### PROBLEM DETAILS
Respond with the count alone after checking every line in the material below for "không".

### DATA FOR THIS EXERCISE
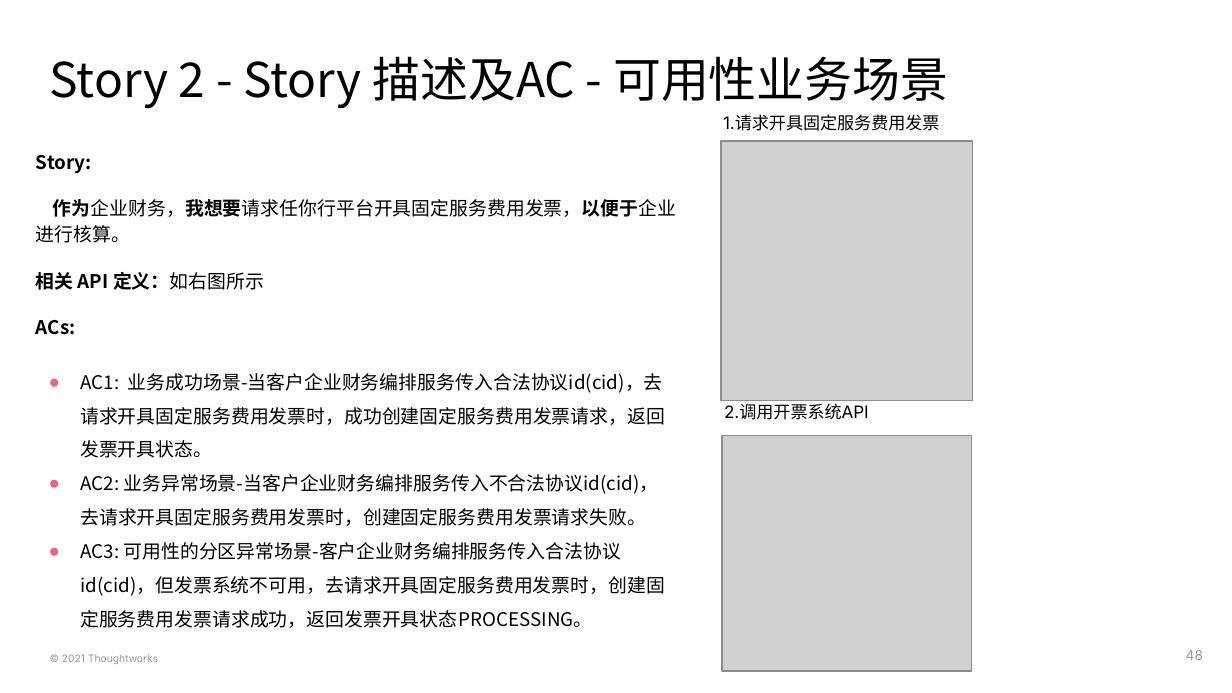
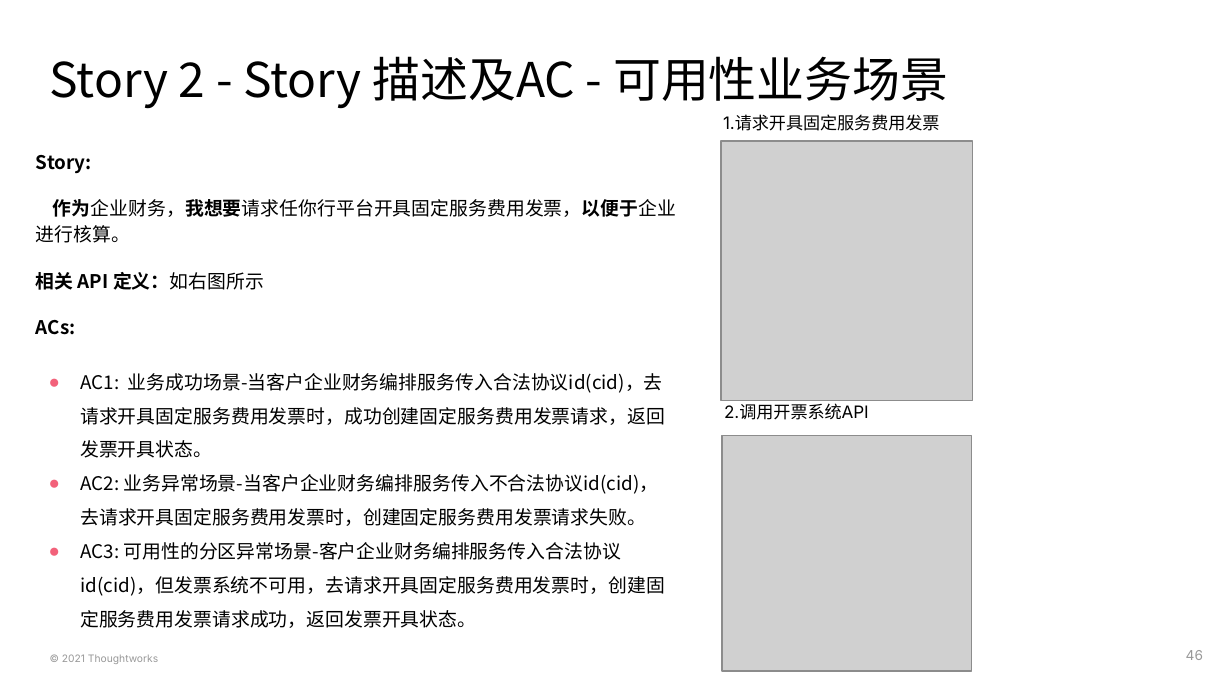
Before and after one commit to deesyx/heima, a slide deck: slide 46 of doc/PS4 黑马考核-项目On-boarding模板-胡炫光.pptx (slide 48 before the commit). Drawn at 1232x693 pixels with LibreOffice and Linux fonts; fonts in the diff are those of the drawing; grey boxes stand for pictures. Boxes give left, top, right and bottom in pixels: in the first picture for what was removed or moved away, otherwise in the second. Text is boxed around its words. In the diff, an @@ line names an element or a change of style, - is before the commit and + after.

```diff
--- a/doc/PS4 黑马考核-项目On-boarding模板-胡炫光.pptx
+++ b/doc/PS4 黑马考核-项目On-boarding模板-胡炫光.pptx
@@ text at <box>80,542,665,628</box>: text changed @@
-● AC3: 可用性的分区异常场景-客户企业财务编排服务传入合法协议id(cid)，但发票系统不可用，去请求开具固定服务费用发票时，创建固定服务费用发票请求成功，返回发票开具状态PROCESSING。
+● AC3: 可用性的分区异常场景-客户企业财务编排服务传入合法协议id(cid)，但发票系统不可用，去请求开具固定服务费用发票时，创建固定服务费用发票请求成功，返回发票开具状态。
```
Also in this commit, not shown: 14 other slides changed, 1 slide removed, 17 other files.
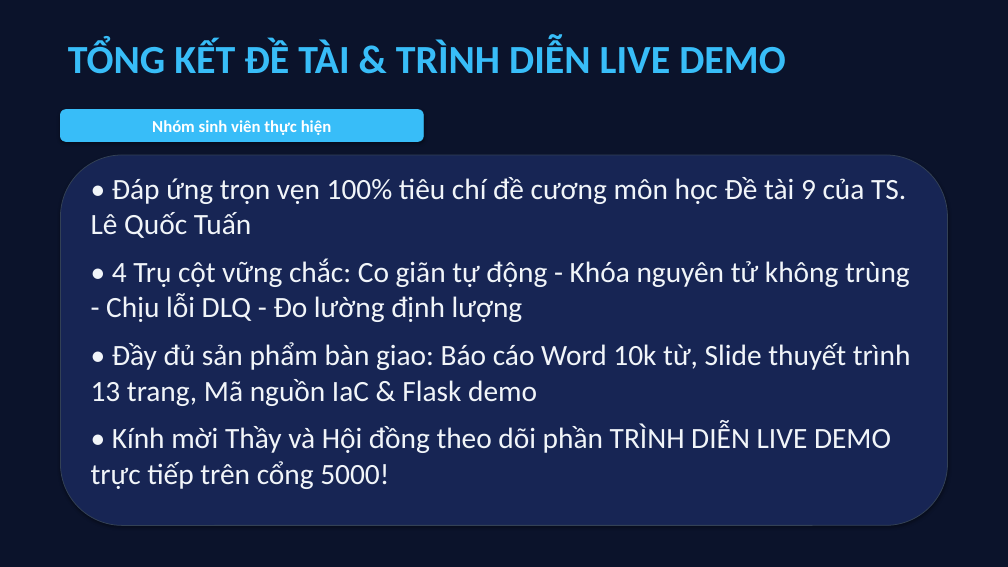
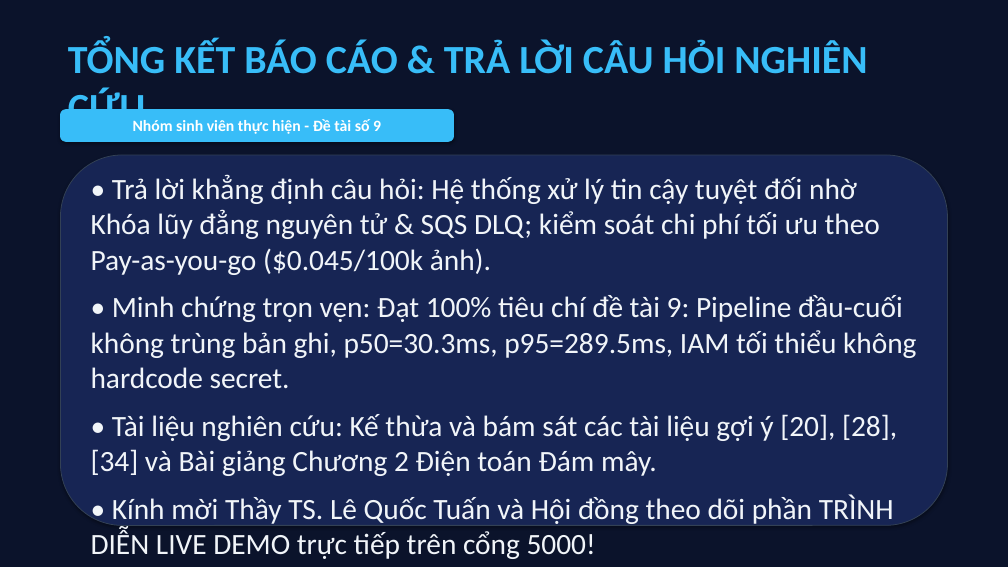
Before and after one commit to datdanghoccode/DTDM_XuLyAnh_Serverless, a slide deck: slide 13 of docs/DTDM_ThuyetTrinh_DeTai9.pptx. Drawn at 1008x567 pixels with LibreOffice and Linux fonts; fonts in the diff are those of the drawing. Boxes give left, top, right and bottom in pixels: in the first picture for what was removed or moved away, otherwise in the second. Text is boxed around its words. In the diff, an @@ line names an element or a change of style, - is before the commit and + after.

Commit message:
feat: finalize 13-slide academic presentation with verbatim syllabus alignment and 3-member split

```diff
--- a/docs/DTDM_ThuyetTrinh_DeTai9.pptx
+++ b/docs/DTDM_ThuyetTrinh_DeTai9.pptx
@@ text at (68,40,867,131): text changed @@
-TỔNG KẾT ĐỀ TÀI & TRÌNH DIỄN LIVE DEMO
+TỔNG KẾT BÁO CÁO & TRẢ LỜI CÂU HỎI NGHIÊN CỨU
@@ rounded rectangle "Nhóm sinh viên thực hiện ...": place and size @@
-rounded rectangle "Nhóm sinh viên thực hiện ..." at (60,110,423,141)
+rounded rectangle "Nhóm sinh viên thực hiện ..." at (60,110,454,141)
@@ text in rounded rectangle at (133,119,381,134): text changed; size 16 to 15 pt @@
-Nhóm sinh viên thực hiện
+Nhóm sinh viên thực hiện - Đề tài số 9
@@ text at (91,174,916,527): text changed @@
-• Đáp ứng trọn vẹn 100% tiêu chí đề cương môn học Đề tài 9 của TS. Lê Quốc Tuấn
-• 4 Trụ cột vững chắc: Co giãn tự động - Khóa nguyên tử không trùng - Chịu lỗi DLQ - Đo lường định lượng
-• Đầy đủ sản phẩm bàn giao: Báo cáo Word 10k từ, Slide thuyết trình 13 trang, Mã nguồn IaC & Flask demo
-• Kính mời Thầy và Hội đồng theo dõi phần TRÌNH DIỄN LIVE DEMO trực tiếp trên cổng 5000!
+• Trả lời khẳng định câu hỏi: Hệ thống xử lý tin cậy tuyệt đối nhờ Khóa lũy đẳng nguyên tử & SQS DLQ; kiểm soát chi phí tối ưu theo Pay-as-you-go ($0.045/100k ảnh).
+• Minh chứng trọn vẹn: Đạt 100% tiêu chí đề tài 9: Pipeline đầu-cuối không trùng bản ghi, p50=30.3ms, p95=289.5ms, IAM tối thiểu không hardcode secret.
+• Tài liệu nghiên cứu: Kế thừa và bám sát các tài liệu gợi ý [20], [28], [34] và Bài giảng Chương 2 Điện toán Đám mây.
+• Kính mời Thầy TS. Lê Quốc Tuấn và Hội đồng theo dõi phần TRÌNH DIỄN LIVE DEMO trực tiếp trên cổng 5000!
```
Also in this commit, not shown: 8 other slides changed, 4 slides added, 4 slides removed, 3 other files.
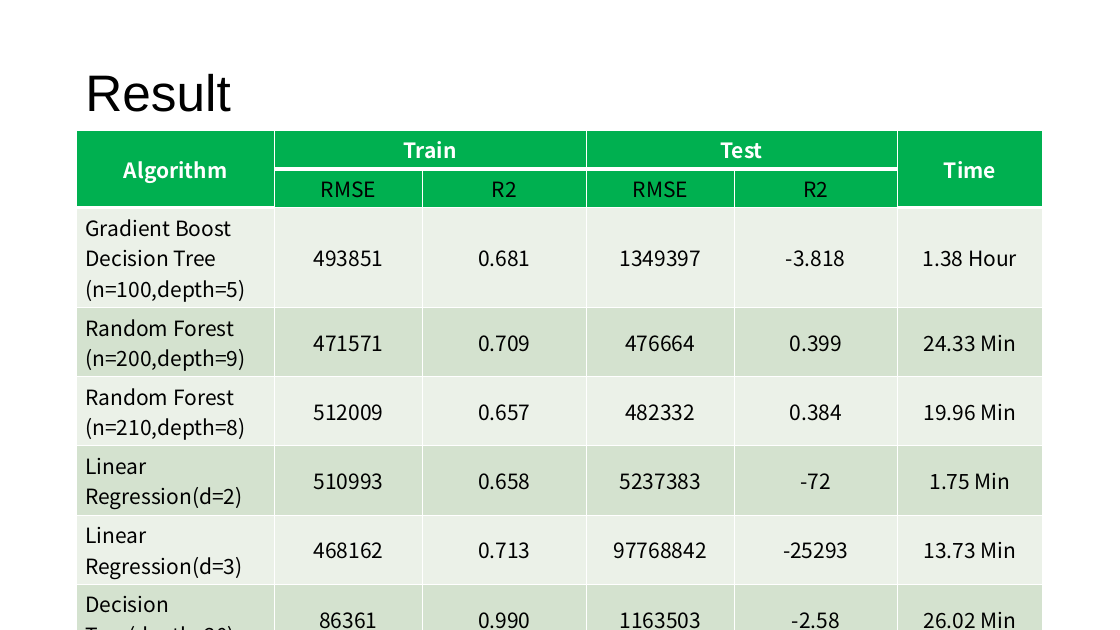
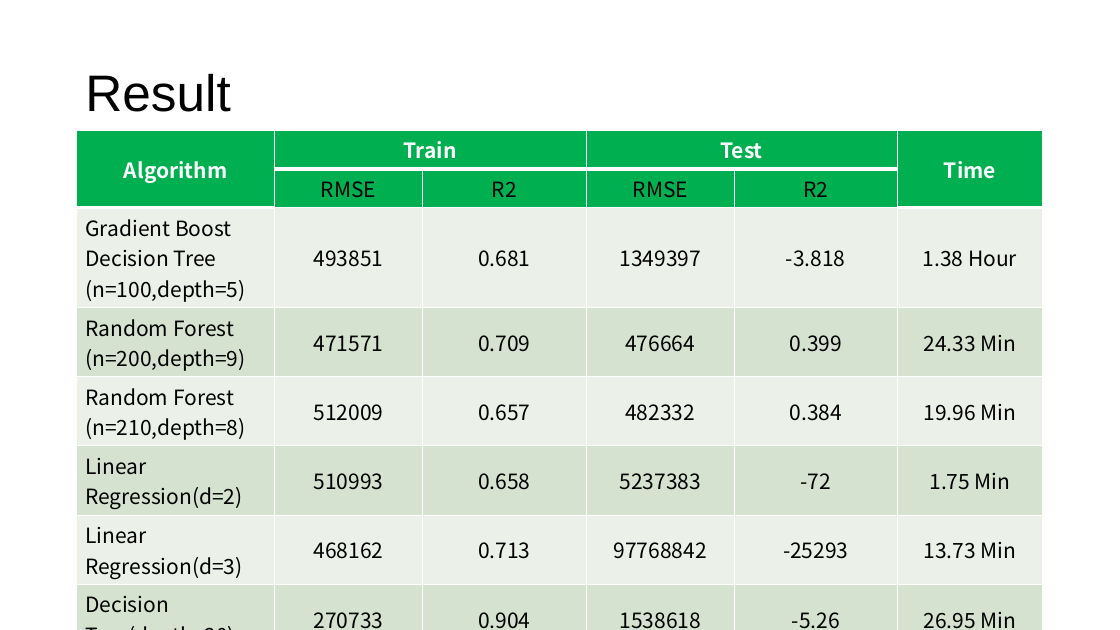
Before and after one commit to DrQJojo/651FinalProject, a slide deck: slide 23 of 651FinalProject.pptx. Drawn at 1120x630 pixels with LibreOffice and Linux fonts; fonts in the diff are those of the drawing; background and template pictures are left out. Boxes give left, top, right and bottom in pixels: in the first picture for what was removed or moved away, otherwise in the second. Text is boxed around its words. In the diff, an @@ line names an element or a change of style, - is before the commit and + after.

```diff
--- a/651FinalProject.pptx
+++ b/651FinalProject.pptx
@@ table at bbox=[77, 130, 1045, 630] @@
-row 8: Decision Tree(depth=20) | 86361 | 0.990 | 1163503 | -2.58 | 26.02 Min
+row 8: Decision Tree(depth=20) | 270733 | 0.904 | 1538618 | -5.26 | 26.95 Min
```
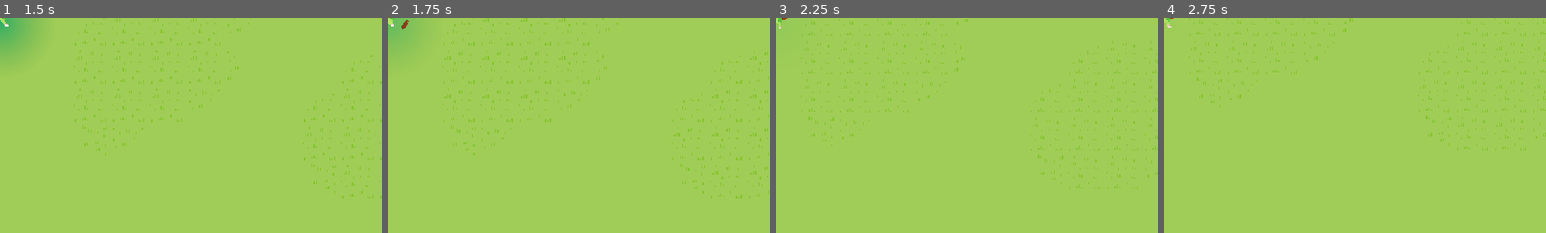
Above: before the commit, frames 1-4 (left to right).
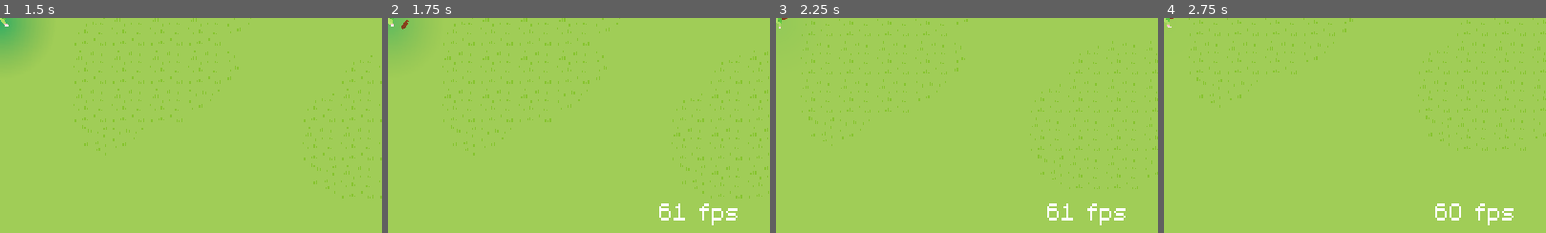
Above: after the commit, the same moments.

Repository: KotgeDev/Neuro-Adventures
Game: Godot game, scene res://scenes/ui/menu.tscn
Two runs of this game, one before a commit and one after it. Both use one fixed random seed, a clock stepped at 60 frames per second and the inputs below.
Inputs (mouse positions are % of the whole screen's width and height, from its top left):
- Up to frame 1 (1.5 s): click "Start" at 0.5 s; move the mouse to (72, 45) at 1.27 s; hold D (right) from 1.28 s (still down)
- Up to frame 2 (1.75 s): keep holding D (right)
- Up to frame 3 (2.25 s): move the mouse to (30, 55) at 2.02 s; release D (right) at 2.03 s; hold S (down) from 2.03 s (still down)
- Up to frame 4 (2.75 s): keep holding S (down)
The pictures show only the part of the screen within x 50-100%, y 49-99%; the shares and areas given below are measured in that part.

Frame 1 is identical in both runs. In frame 2, 0.5% of the frame differs, in the area x 71-92%, y 86-97%; in frame 3, 0.5%; in frame 4, 0.5%.

Commit message:
Collab Partner visual bugfix

Diff:
--- a/scenes/ui/hud.tscn
+++ b/scenes/ui/hud.tscn
@@ -17,6 +17,15 @@
 process_mode = 3
 script = ExtResource("1_jg8iq")
 
+[node name="FPSCounter" type="Label" parent="."]
+offset_left = 547.0
+offset_top = 324.0
+offset_right = 629.0
+offset_bottom = 350.0
+
+[node name="FPSCounterUpdateTimer" type="Timer" parent="."]
+autostart = true
+
 [node name="AIHealthBar" type="TextureProgressBar" parent="."]
 offset_left = 15.0
 offset_top = 44.0
@@ -274,5 +283,6 @@
 [node name="CenterMarker" type="Marker2D" parent="."]
 position = Vector2(320, 180)
 
+[connection signal="timeout" from="FPSCounterUpdateTimer" to="." method="_on_fps_counter_update_timer_timeout"]
 [connection signal="pressed" from="EndGame/MenuContainer/RetryButton" to="." method="_on_retry_button_pressed"]
 [connection signal="pressed" from="EndGame/MenuContainer/MenuButton" to="." method="_on_menu_button_pressed"]
--- a/scripts/characters/collab_partners/collab_partner.gd
+++ b/scripts/characters/collab_partners/collab_partner.gd
@@ -96,7 +96,7 @@
 	if health >= MAX_HEALTH:
 		health = MAX_HEALTH
 
-	Globals.update_ai_health.emit(MAX_HEALTH, health)
+	Globals.update_collab_partner_health.emit(MAX_HEALTH, health)
 
 func process_collab_partner_damage_received(BASE_DAMAGE: float) -> float:
 	var modified_damage := BASE_DAMAGE
--- a/scripts/ui/hud.gd
+++ b/scripts/ui/hud.gd
@@ -6,6 +6,7 @@
 @onready var exp_bar = $EXPBar
 @onready var end_game = $EndGame
 @onready var center_marker = $CenterMarker
+@onready var fps_counter = $FPSCounter
 var collab_partner
 #endregion
 
@@ -150,3 +151,6 @@
 	get_tree().paused = false
 	get_tree().change_scene_to_file("res://scenes/ui/menu.tscn")
 	AudioSystem.end_music()
+
+func _on_fps_counter_update_timer_timeout():
+	fps_counter.text = "%d fps" % round(Engine.get_frames_per_second())

### RESPONSE BOX
2